Jenkin filmed Enys Men using his own Bolex H-16 SB camera and Bolex Prime lenses of varying lengths, including 10 15, 26, 50 and 75mm. Using an adaptor, specially-developed by camera engineer Les Bosher, Jenkin was also able to fit a vintage ARRI Carl Zeiss Vario-Sonnar 11-100mm T2 PL-mount zoom lens to the camera.
“I shot with the 15mm in tighter interior locations, and occasions when I needed to frame a bit wider. But I predominantly used the same Kern MacroSwitar 26mm f1.1 lens that I used for the vast majority of Bait. It has such warm colour. Although, I couldn’t detect it through the viewfinder, and despite meticulous measurements, the image was a little soft through that lens. But then again, I’m not interested in perfection or consistency.
“I also incorporated a few zooms into the visual language of the film, as I like them aesthetically, and the paradox that although our eyes don’t zoom, our attention does sort of hone-in on things. There’s a real human element to those zooms in Enys Men, as it was quite an effort to manipulate those lens moves by hand with consistency, and this played into the slightly creaky, handmade and imperfect nature of the overall look.”
Jenkin chose to shoot the exterior day scenes on KODAK VISION 3 50D 7203, using available light for the most part, with KODAK VISION 3 250D 7207 on the day interiors, frequently underexposing both filmstocks for aesthetic purposes. He employed KODAK VISION 3 500T 7219 for all of the night exterior/interior scenes. The bedroom and tin-mine scenes were generally illuminated by the light emanating from double-wicked candles, supplemented by soft flickering keynotes from a minimal number of Kino Flo lighting fixtures.
All of the exposed negative was processed by Kodak Film Lab, at Pinewood, before being scanned to 4K. The lab team were given express instructions about not performing any sort of ultrasonic cleaning, so as to remove dust or other particulates, and there was to be no imagestabilisation or elimination of gate weave either, as these are all key ingredients in Jenkin’s visual recipe.
Jenkin says he doesn’t regard himself as a cinematographer, rather that’s a role which combines the skills of Colin Holt, working as lighting camera. “I operated the camera in every instance, but collaborated closely with Colin on the lighting, and together we make the role of the DP. It’s unconventional, but that’s the way it is.
“We shot pretty much all of the exteriors in natural, available light, sometimes with a reflector to bounce illumination on to a face. We also used real daylight as the basis of the lighting for the interiors, as the cottage was small and we were never far from a window. But, depending on the weather, we had to supplement that with daylight-balanced bounced-light from outside on occasion. There are some inconsistencies between those scenes, and the direction of the shadows we threw-up on to the walls, as we shot some of the interior scenes at different locations. But we could not resist those temptations as they subtly add something of the supernatural to the visual storytelling.”
“I just love shooting on film, that’s what gets me up in the morning,” Jenkin concludes. “What also blows me away is that wherever I go, to screenings and film festivals, there are so many young people who want to know about film.
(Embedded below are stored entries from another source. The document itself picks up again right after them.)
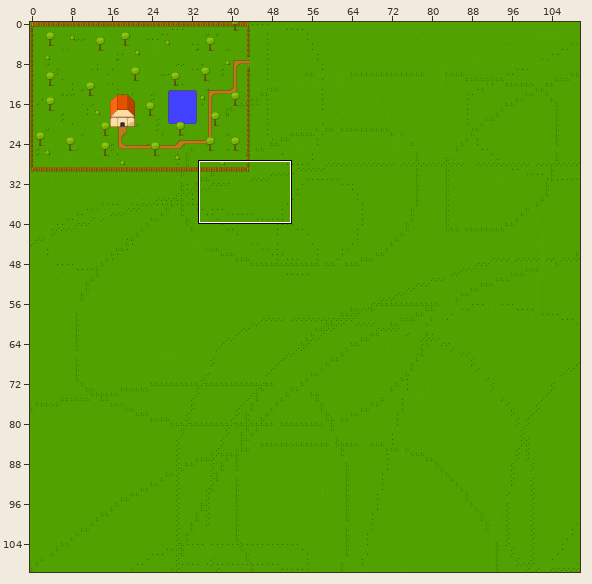
Two states of a Tiled map, res/maps/test_map_1.tmx. Above, an overview of the earlier version with the close-up marked.
Close-up. Before the commit:
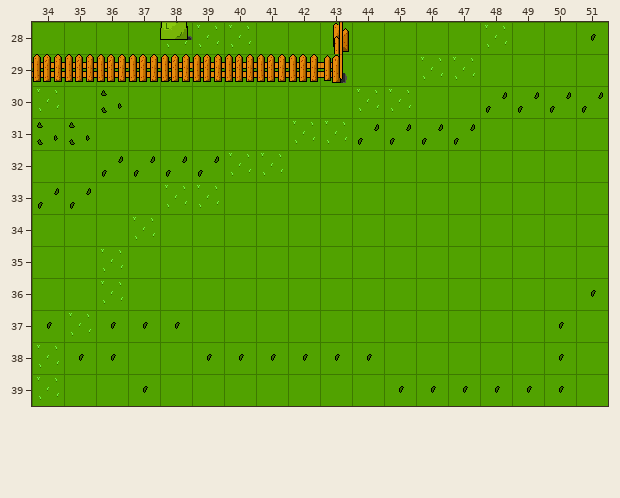
Cells are 32x32 px. Shown: x 34..51, y 28..39. The commit also changed other parts of the map, which this record leaves out. The old version is drawn lined up with the new one.
And afterwards:
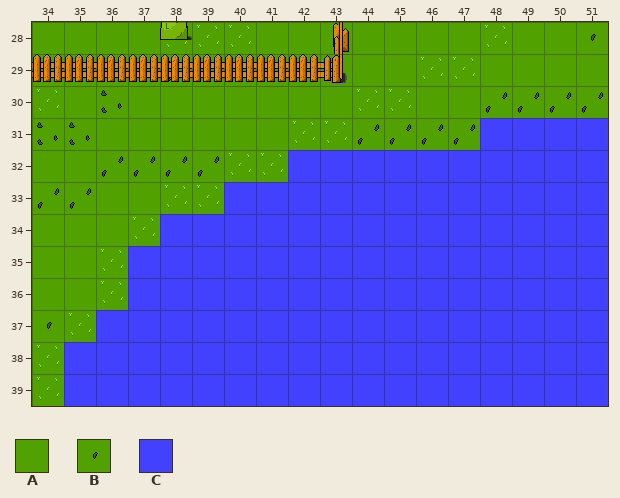
Key: from "tileset_1": A 1, B 2, C 97.
_ is an empty cell.
From old to new:
{"change": "map size 350x350 -> 200x200 cells"}
{"where": "layer \"Ground\""}
{"y":31,"x":48,"old":"AAAA","new":"CCCC"}
{"y":32,"x":42,"old":"AAAAAAAAAA","new":"CCCCCCCCCC"}
{"y":33,"x":40,"old":"AAAAAAAAAAAA","new":"CCCCCCCCCCCC"}
{"y":34,"x":38,"old":"AAAAAAAAAAAAAA","new":"CCCCCCCCCCCCCC"}
{"y":35,"x":37,"old":"AAAAAAAAAAAAAAA","new":"CCCCCCCCCCCCCCC"}
{"y":36,"x":37,"old":"AAAAAAAAAAAAAAB","new":"CCCCCCCCCCCCCCC"}
{"y":37,"x":36,"old":"BBBAAAAAAAAAAABA","new":"CCCCCCCCCCCCCCCC"}
{"y":38,"x":35,"old":"BBAABBBBBBAAAAABA","new":"CCCCCCCCCCCCCCCCC"}
{"y":39,"x":35,"old":"AABAAAAAAABBBBBBA","new":"CCCCCCCCCCCCCCCCC"}
{"label":"changed","picture_box":[64,118,608,406]}
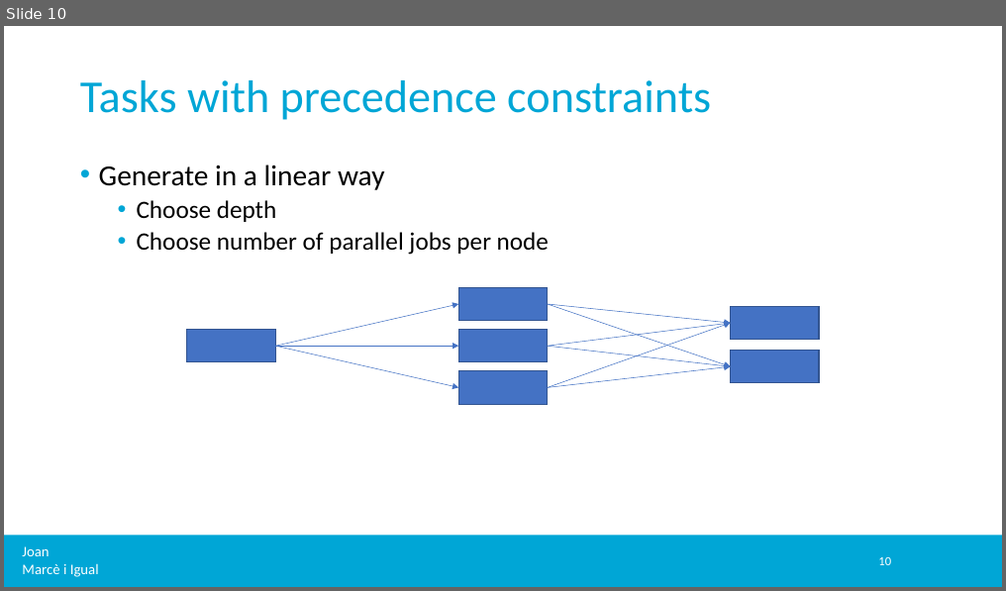
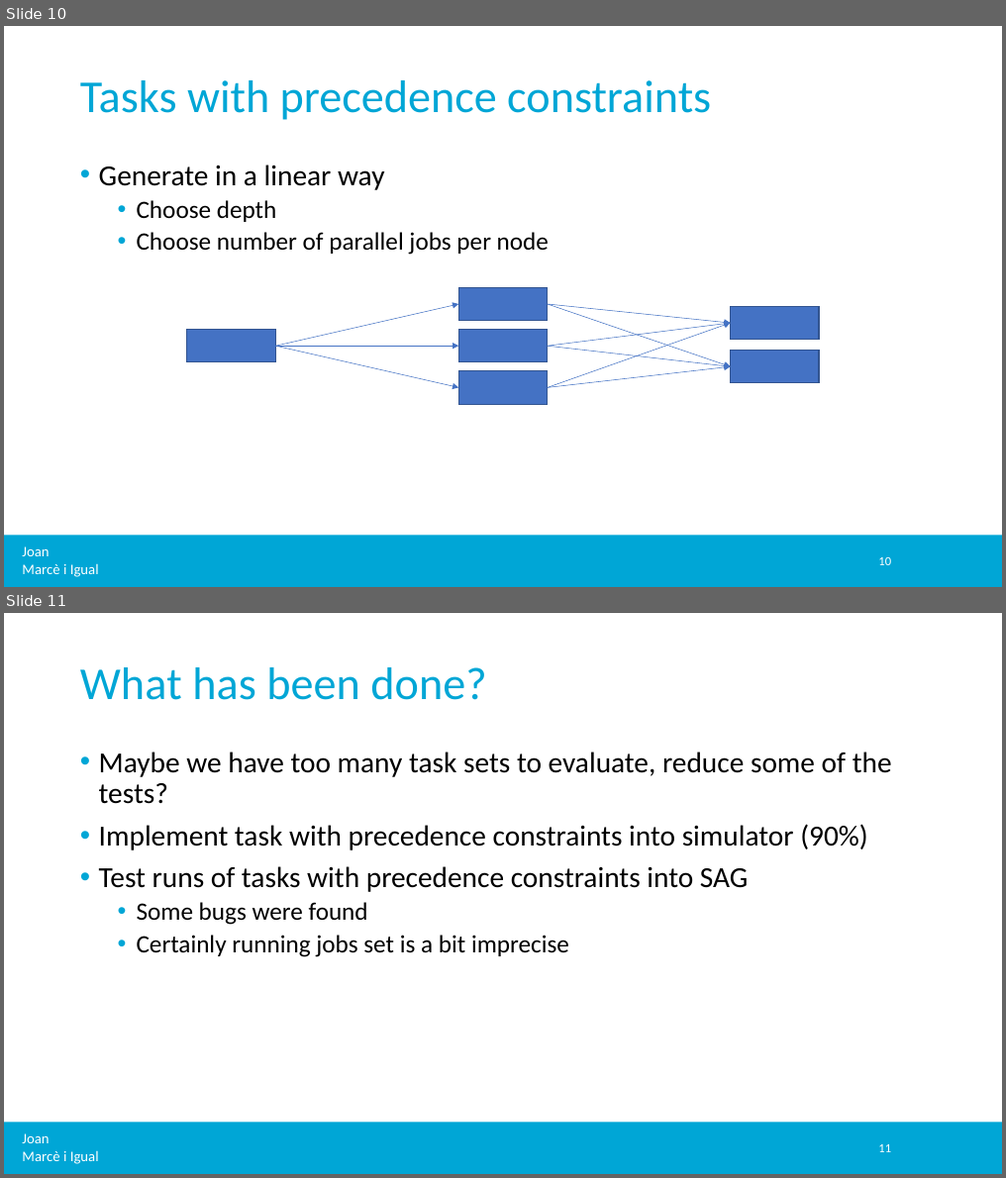
Before and after one commit to jmigual/APATeoria, a slide deck: Notes/TFM_presentations/2020_04_05/2020_04_05.pptx. Shown one above the other, each under a label of ours: slide 10 before the commit, slides 10 and 11 after it. The pictures are 1006x591 and 1006x1178 pixels, drawn with LibreOffice and Linux fonts; fonts in the diff are those of the drawing; background and template pictures are left out. Boxes give left, top, right and bottom in pixels: in the first picture for what was removed or moved away, otherwise in the second. Text is boxed around its words. In the diff, an @@ line names an element or a change of style, - is before the commit and + after.

```diff
--- a/Notes/TFM_presentations/2020_04_05/2020_04_05.pptx
+++ b/Notes/TFM_presentations/2020_04_05/2020_04_05.pptx
@@ slide 11 added at bbox=[4, 613, 1002, 1174], background #FFFFFF; not listed: 2 template elements that a slide beside it also shows @@
@@ title added at bbox=[80, 667, 486, 700], 44 pt, text #00A6D6 @@
+What has been done?
@@ text added at bbox=[99, 752, 892, 958], 28 pt, text #000000 @@
+• Maybe we have too many task sets to evaluate, reduce some of the tests?
+• Implement task with precedence constraints into simulator (90%)
+• Test runs of tasks with precedence constraints into SAG
+  • Some bugs were found
+  • Certainly running jobs set is a bit imprecise
@@ page number added at bbox=[878, 1145, 891, 1153], 12 pt, text #FFFFFF @@
+11
```
Also in this commit, not shown: 2 slides changed, 2 other slides added, 2 other files.
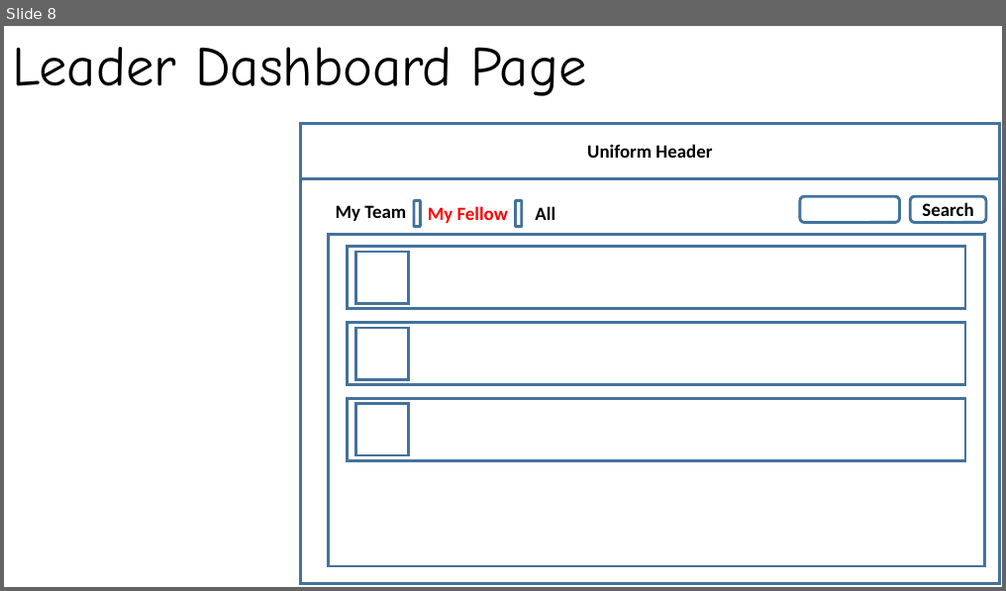
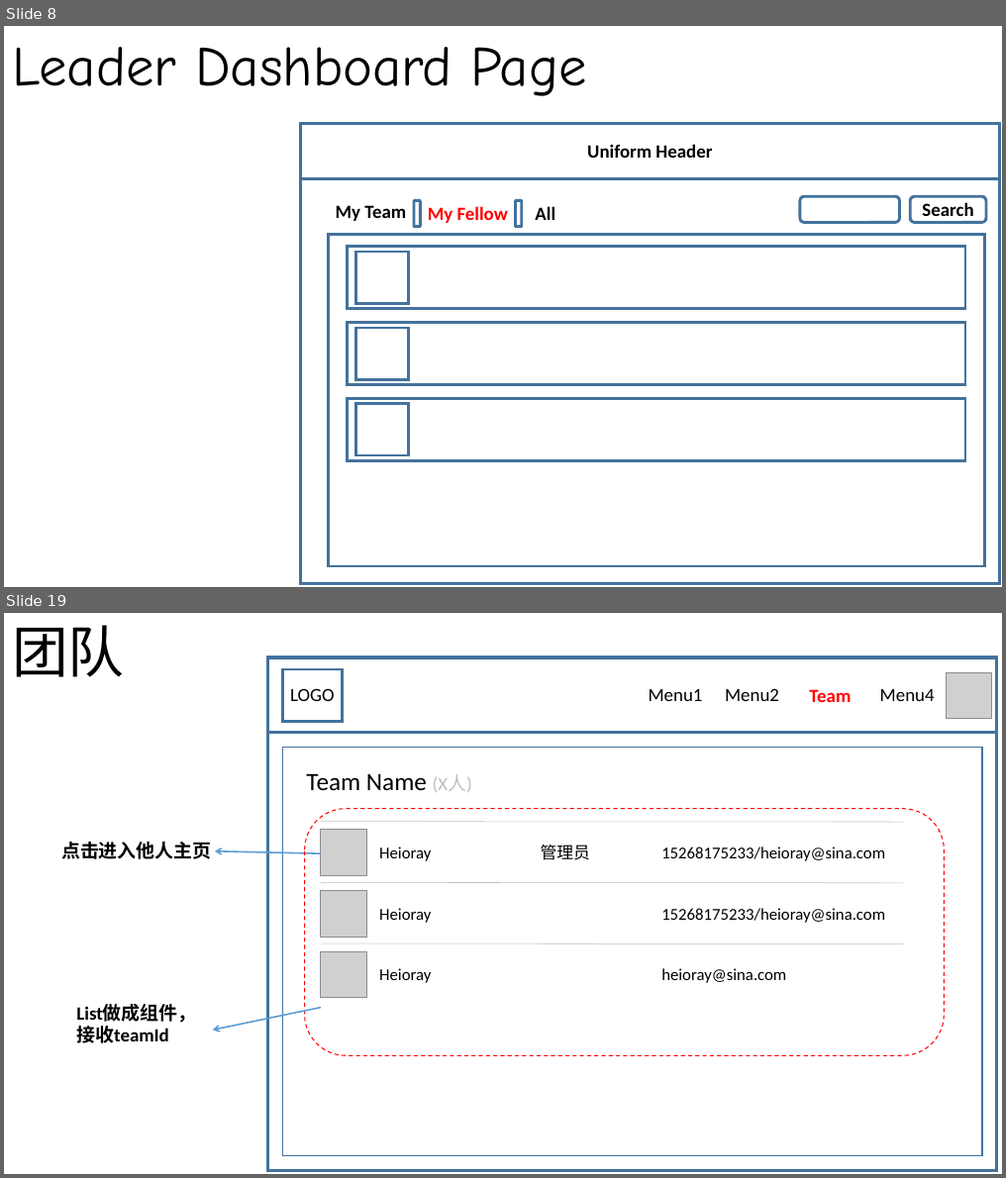
Before and after one commit to Aiyoumi-FE/ONE-TEAM, a slide deck: pageDesign.pptx. Shown one above the other, each under a label of ours: slide 8 before the commit, slides 8 and 19 after it; the slides between them are not shown. The pictures are 1006x591 and 1006x1178 pixels, drawn with LibreOffice and Linux fonts; fonts in the diff are those of the drawing; grey boxes stand for pictures. Boxes give left, top, right and bottom in pixels: in the first picture for what was removed or moved away, otherwise in the second. Text is boxed around its words. In the diff, an @@ line names an element or a change of style, - is before the commit and + after.

```diff
--- a/pageDesign.pptx
+++ b/pageDesign.pptx
@@ slide 19 added at (4, 613, 1002, 1174), background #FFFFFF @@
@@ text added at (12, 625, 124, 677), 54 pt, text #000000 @@
+团队
@@ group added at (268, 658, 997, 1171): 5 texts, 4 rectangles, 1 picture @@
+LOGO
+Menu1
+Menu2
+Team
+Menu4
@@ text added at (306, 773, 472, 792), 24 pt, text #000000 @@
+Team Name (X人)
@@ rounded rectangle added at (305, 808, 944, 1056), outline #FF0000 1 pt dashed @@
@@ text added at (61, 842, 211, 860), 18 pt, text #000000, bold @@
+点击进入他人主页
@@ group added at (321, 822, 904, 875): 3 texts, 1 line, 1 picture @@
+Heioray
+管理员
+15268175233/heioray@sina.com
@@ arrow added from (321, 854) to (215, 851), #5B9BD5 1.5 pt @@
@@ group added at (321, 882, 904, 937): 2 texts, 1 line, 1 picture @@
+Heioray
+15268175233/heioray@sina.com
@@ group added at (321, 944, 904, 998): 2 texts, 1 line, 1 picture @@
+Heioray
+heioray@sina.com
@@ text added at (76, 1004, 196, 1044), 18 pt, text #000000, bold @@
+List做成组件，
+接收teamId
@@ arrow added from (321, 1008) to (213, 1030), #5B9BD5 1.5 pt @@
```
Also in this commit, not shown: 1 slide changed, 12 other slides added, 1 slide removed.

They want to shoot on Super8mm and 16mm. It isn’t for personal nostalgic reasons. It’s essentially because they’ve grown-up in a digital age and film looks so different and visually-exciting to them by comparison. It’s also tactile and real when you get the chance to work with it.”
Enys Men was produced by Denzil Monk, and is a Bosena Production, presented by Film4 in association with Sound/Image Cinema Lab, distributed in the UK by BFI. It’s a remarkable odyssey.